CAMEL-Bench: A Comprehensive Arabic LMM Benchmark

Sara Ghaboura,Ahmed Heakl,Omkar Thawakar,Ali Alharthi,Ines Riahi,Abduljalil Saif,Jorma Laaksonen,Fahad S. Khan,Salman Khan,Rao M. Anwer
2024-10-25
Abstract:Recent years have witnessed a significant interest in developing large multimodal models (LMMs) capable of performing various visual reasoning and understanding tasks. This has led to the introduction of multiple LMM benchmarks to evaluate LMMs on different tasks. However, most existing LMM evaluation benchmarks are predominantly English-centric. In this work, we develop a comprehensive LMM evaluation benchmark for the Arabic language to represent a large population of over 400 million speakers. The proposed benchmark, named CAMEL-Bench, comprises eight diverse domains and 38 sub-domains including, multi-image understanding, complex visual perception, handwritten document understanding, video understanding, medical imaging, plant diseases, and remote sensing-based land use understanding to evaluate broad scenario generalizability. Our CAMEL-Bench comprises around 29,036 questions that are filtered from a larger pool of samples, where the quality is manually verified by native speakers to ensure reliable model assessment. We conduct evaluations of both closed-source, including GPT-4 series, and open-source LMMs.
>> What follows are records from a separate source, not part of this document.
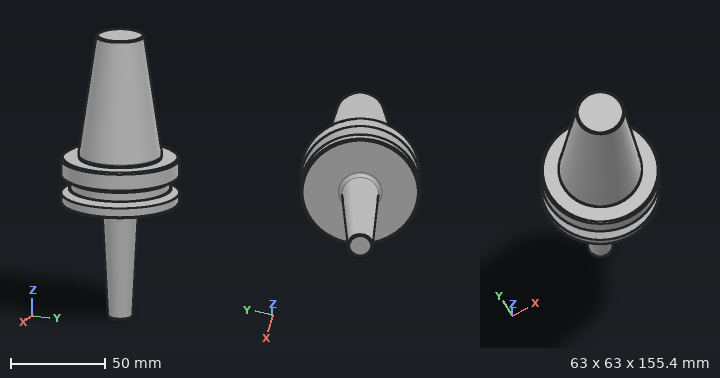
import cadquery as cq
import math

total_height = 155.4
gauge_height = 90.0
flange_bottom = 63.0
flange_top = 88.1

flange_diameter = 63.0
flange_radius = flange_diameter / 2
flange_top_chamfer = 1.0
flange_bottom_chamfer = 0.8
groove_floor_radius = 26.5
groove_middle = 73.5
groove_mouth_width = 9.8
groove_floor_width = 5.0
groove_wall_angle = 30.0

taper_base_radius = 22.2
taper_ratio = 7 / 24
taper_end_chamfer = 0.6
neck_radius = 21.9
collar_height = 0.8

nose_base_radius = 9.8
nose_tip_radius = 6.5
nose_tip_chamfer = 0.6
nose_root_fillet = 1.9


def nose_points():
    """Profile from the tip up to the flange, stopping where the root fillet begins.

    Returns the outline points, then the middle and the end of the fillet arc.
    """
    lean = math.atan((nose_base_radius - nose_tip_radius) / flange_bottom)
    turn = math.pi / 2 - lean
    tangent_length = nose_root_fillet * math.tan(turn / 2)
    center_radius = nose_base_radius + tangent_length
    center_height = flange_bottom - nose_root_fillet

    def on_fillet(angle):
        return (
            center_radius - nose_root_fillet * math.sin(angle),
            center_height + nose_root_fillet * math.cos(angle),
        )

    chamfer_top_radius = nose_tip_radius + nose_tip_chamfer * math.tan(lean)
    outline = [
        (0, 0),
        (nose_tip_radius - nose_tip_chamfer, 0),
        (chamfer_top_radius, nose_tip_chamfer),
        on_fillet(turn),
    ]
    return outline, on_fillet(turn / 2), on_fillet(0)


def flange_points():
    """Profile of the flange with chamfered rims and the gripper groove."""
    half_mouth = groove_mouth_width / 2
    half_floor = groove_floor_width / 2
    wall_run = (half_mouth - half_floor) / math.tan(math.radians(groove_wall_angle))
    wall_inner_radius = flange_radius - wall_run
    return [
        (flange_radius - flange_bottom_chamfer, flange_bottom),
        (flange_radius, flange_bottom + flange_bottom_chamfer),
        (flange_radius, groove_middle - half_mouth),
        (wall_inner_radius, groove_middle - half_floor),
        (groove_floor_radius, groove_middle - half_floor),
        (groove_floor_radius, groove_middle + half_floor),
        (wall_inner_radius, groove_middle + half_floor),
        (flange_radius, groove_middle + half_mouth),
        (flange_radius, flange_top - flange_top_chamfer),
        (flange_radius - flange_top_chamfer, flange_top),
    ]


def taper_points():
    """Profile of the neck, the short collar and the spindle taper."""
    radius_slope = taper_ratio / 2
    taper_length = total_height - gauge_height
    taper_end_radius = taper_base_radius - taper_length * radius_slope
    collar_bottom = gauge_height - collar_height
    neck_top = collar_bottom - (taper_base_radius - neck_radius)
    chamfer_bottom_radius = taper_end_radius + taper_end_chamfer * radius_slope
    return [
        (neck_radius, flange_top),
        (neck_radius, neck_top),
        (taper_base_radius, collar_bottom),
        (taper_base_radius, gauge_height),
        (chamfer_bottom_radius, total_height - taper_end_chamfer),
        (taper_end_radius - taper_end_chamfer, total_height),
        (0, total_height),
    ]


nose_outline, fillet_middle, fillet_end = nose_points()
profile = cq.Workplane("XZ").polyline(nose_outline).threePointArc(fillet_middle, fillet_end)
for point in flange_points() + taper_points():
    profile = profile.lineTo(*point)

result = profile.close().revolve(360, (0, 0, 0), (0, 1, 0))
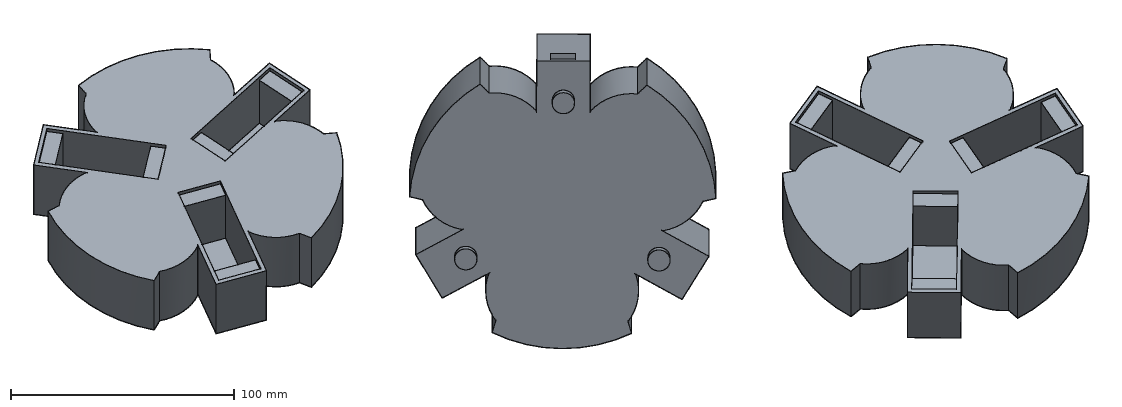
import cadquery as cq
import math

body_height = 34.5
arm_angles = (0, 120, 240)
lobe_angles = (60, 180, 300)

rim_radius = 68.6
rim_half_width = 31.2
step_x, step_y = 55.4, 29.5
bulge_x, bulge_y = 41.5, 34.2
root_x, root_y = 33, 32.9

arm_reach = 68.9
arm_width = 23.9
wall = 1.9
recess_start = 12.6
pocket_width = arm_width - 2 * wall
recess_depth = 2.0
well_start = 19.7
well_length = 40.0
floor = 2.5

opening_arm_angle = 240
opening_width = 11.1
opening_height = 7.0
opening_offset = -0.3

foot_diameter = 10.0
foot_height = 3.3
foot_circle_radius = 49.9


def turned(shape, angle):
    return shape.rotate((0, 0, 0), (0, 0, 1), angle)


def box_along_x(start, end, width, bottom, top, offset=0):
    """Box from start to end along X, centred in Y on the offset."""
    return cq.Workplane("XY").box(
        end - start, width, top - bottom, centered=(False, True, False)
    ).translate((start, offset, bottom))


def lobe():
    """Lobe pointing along +X, closed by a point on the Z axis."""
    rim_x = math.sqrt(rim_radius**2 - rim_half_width**2)
    return (
        cq.Workplane("XY")
        .lineTo(root_x, -root_y)
        .threePointArc((bulge_x, -bulge_y), (step_x, -step_y))
        .lineTo(rim_x, -rim_half_width)
        .threePointArc((rim_radius, 0), (rim_x, rim_half_width))
        .lineTo(step_x, step_y)
        .threePointArc((bulge_x, bulge_y), (root_x, root_y))
        .close()
        .extrude(body_height)
    )


def arm():
    return box_along_x(0, arm_reach, arm_width, 0, body_height)


def pocket():
    recess = box_along_x(
        recess_start, arm_reach - wall, pocket_width, body_height - recess_depth, body_height
    )
    well = box_along_x(
        well_start, well_start + well_length, pocket_width, floor, body_height
    )
    return recess.union(well)


def end_opening():
    return box_along_x(
        well_start + well_length, arm_reach, opening_width, floor, floor + opening_height, opening_offset
    )


def foot():
    return (
        cq.Workplane("XY")
        .center(foot_circle_radius, 0)
        .circle(foot_diameter / 2)
        .extrude(-foot_height)
    )


result = turned(lobe(), lobe_angles[0])
for angle in lobe_angles[1:]:
    result = result.union(turned(lobe(), angle))
for angle in arm_angles:
    result = result.union(turned(arm(), angle)).union(turned(foot(), angle))
for angle in arm_angles:
    result = result.cut(turned(pocket(), angle))
result = result.cut(turned(end_opening(), opening_arm_angle))

Our analysis reveals the need for substantial improvement, especially among the best open-source models, with even the closed-source GPT-4o achieving an overall score of 62%. Our benchmark and evaluation scripts are open-sourced.
Computer Vision and Pattern Recognition,Artificial Intelligence,Computation and Language,Computers and Society,Machine Learning
What problem does this paper attempt to address?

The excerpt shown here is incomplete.